|
Susan Retik
Beyond the 11th
Boston, Massachusetts
The bonds between parent and child, siblings, or special friends may need little explaining, but that bonds of equal strength and resilience can be forged among strangers is one of life’s paradoxes. It is a paradox familiar to Susan Retik, and one she has based her work on.
Susan, the mother of two, was happily married and expecting a third child when her husband was killed aboard American Airlines Flight 11 on September 11, 2001. “People asked how I got through such a tragic loss,” she recalls, “and the answer was always the same. I received so much help and support from strangers around the country, around the globe—whether it was a handwritten note or a hand-sewn quilt. Just knowing that someone out there was thinking of me lifted me up.”

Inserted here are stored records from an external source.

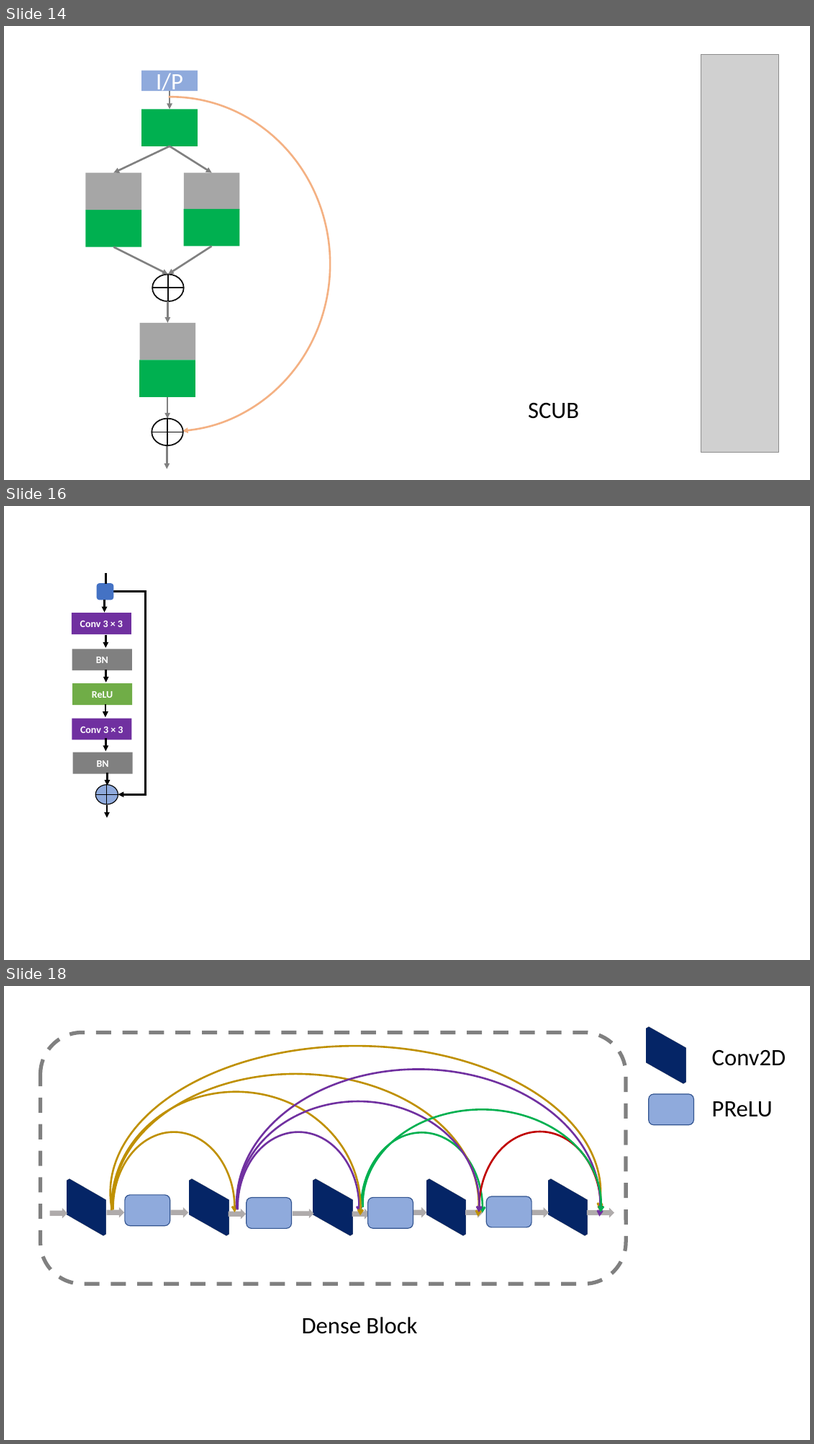
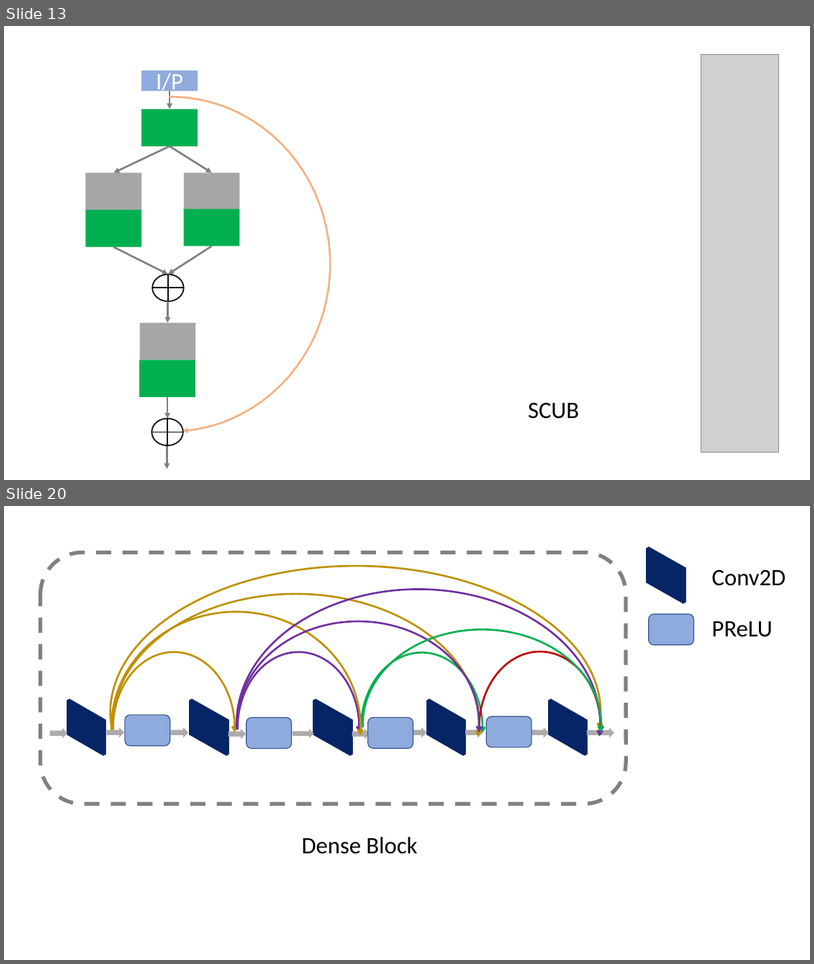
Before and after one commit to niazwazir/WAZIR_SENEXT, a slide deck: FINAL_WAZIR_MODEL.pptx. Shown one above the other, each under a label of ours: slides 14, 16 and 18 before the commit, slides 13 and 20 after it; the slides between them are not shown. The pictures are 814x1444 and 814x964 pixels, drawn with LibreOffice and Linux fonts; fonts in the diff are those of the drawing; grey boxes stand for pictures. Boxes give left, top, right and bottom in pixels: in the first picture for what was removed or moved away, otherwise in the second. Text is boxed around its words. In the diff, an @@ line names an element or a change of style, - is before the commit and + after.

```diff
--- a/FINAL_WAZIR_MODEL.pptx
+++ b/FINAL_WAZIR_MODEL.pptx
@@ slide 16 removed at (4,506,810,960), background #FFFFFF @@
@@ rounded rectangle removed at (97,584,113,600) @@
@@ line removed from (106, 573) to (106, 584) @@
@@ elbow arrow removed from (113, 591) to (118, 795) @@
@@ rectangle removed at (72,613,131,634) @@
-Conv 3 × 3
@@ arrow removed from (104, 599) to (104, 613) @@
@@ arrow removed from (106, 635) to (106, 648) @@
@@ rectangle removed at (72,649,132,671) @@
-BN
@@ arrow removed from (106, 669) to (106, 682) @@
@@ rectangle removed at (72,683,132,705) @@
-ReLU
@@ rectangle removed at (72,718,131,740) @@
-Conv 3 × 3
@@ arrow removed from (106, 705) to (106, 717) @@
@@ arrow removed from (106, 739) to (106, 751) @@
@@ rectangle removed at (73,752,133,774) @@
-BN
@@ flow chart or removed at (96,784,118,804) @@
@@ arrow removed from (108, 773) to (108, 785) @@
@@ arrow removed from (107, 805) to (107, 818) @@
@@ what was slide 14 is now slide 13 @@
@@ what was slide 18 is now slide 20 @@
```
Also in this commit, not shown: 5 slides changed, 6 slides added, 3 other slides removed, 33 other files.

Her empathy led Susan, only months later, to imagine how Afghani women might be lifted up as well. War-torn for decades, Afghanistan is home to thousands of impoverished widows. Perhaps it was simply the shared experience of unbearable loss, but Susan found herself thinking about “how I could help those women even before we invaded Afghanistan. It was a terrible place to be a woman and an even more terrible place to be a widow.”
The following February, Susan met another 9/11 widow and mother, and mentioned her hope of helping just one woman in the way so many people had helped her. “There was no aha moment,” Susan says. “The idea just evolved naturally when we realized that the money we could donate was a fortune in Afghanistan and could help many more than just one woman.”
The two women founded Beyond the 11th in 2003 to do just that. Today, the organization channels funds through three organizations—CARE International, Women for Women International, and Arzu, a group that teaches Afghani women rug weaving to provide them and their families with resources for health care, education, and literacy. Most of all, the funding assists women in securing an independent future. Through these agencies, Beyond the 11th has helped more than 500 widows on the road to self-sufficiency. Something as simple as providing these women with chickens affords them both food and income when they sell the eggs. With each widow having an average of nearly six children, Susan’s support has aided nearly 3,000 impoverished Afghanis.
In September, Beyond the 11th sponsored its third 275-mile bike ride from Ground Zero to Boston; last year it raised $175,000, and Susan hoped to raise $250,000 this year. As a result of a documentary on her work, Susan anticipates more speaking engagements. “I want people to see the real Afghanistan. These are women with beautiful souls who want the same things for their kids that we want.”
Meeting the women of Afghanistan on a recent trip there made Susan’s mission more heartfelt than ever: “Poverty breeds terrorism,” she says. “It’s about desperation. If an Afghan family had a young boy, the Taliban would offer that family a sack of rice to recruit him. We don’t want families to have to make that terrible choice. We want to give them that sack of rice."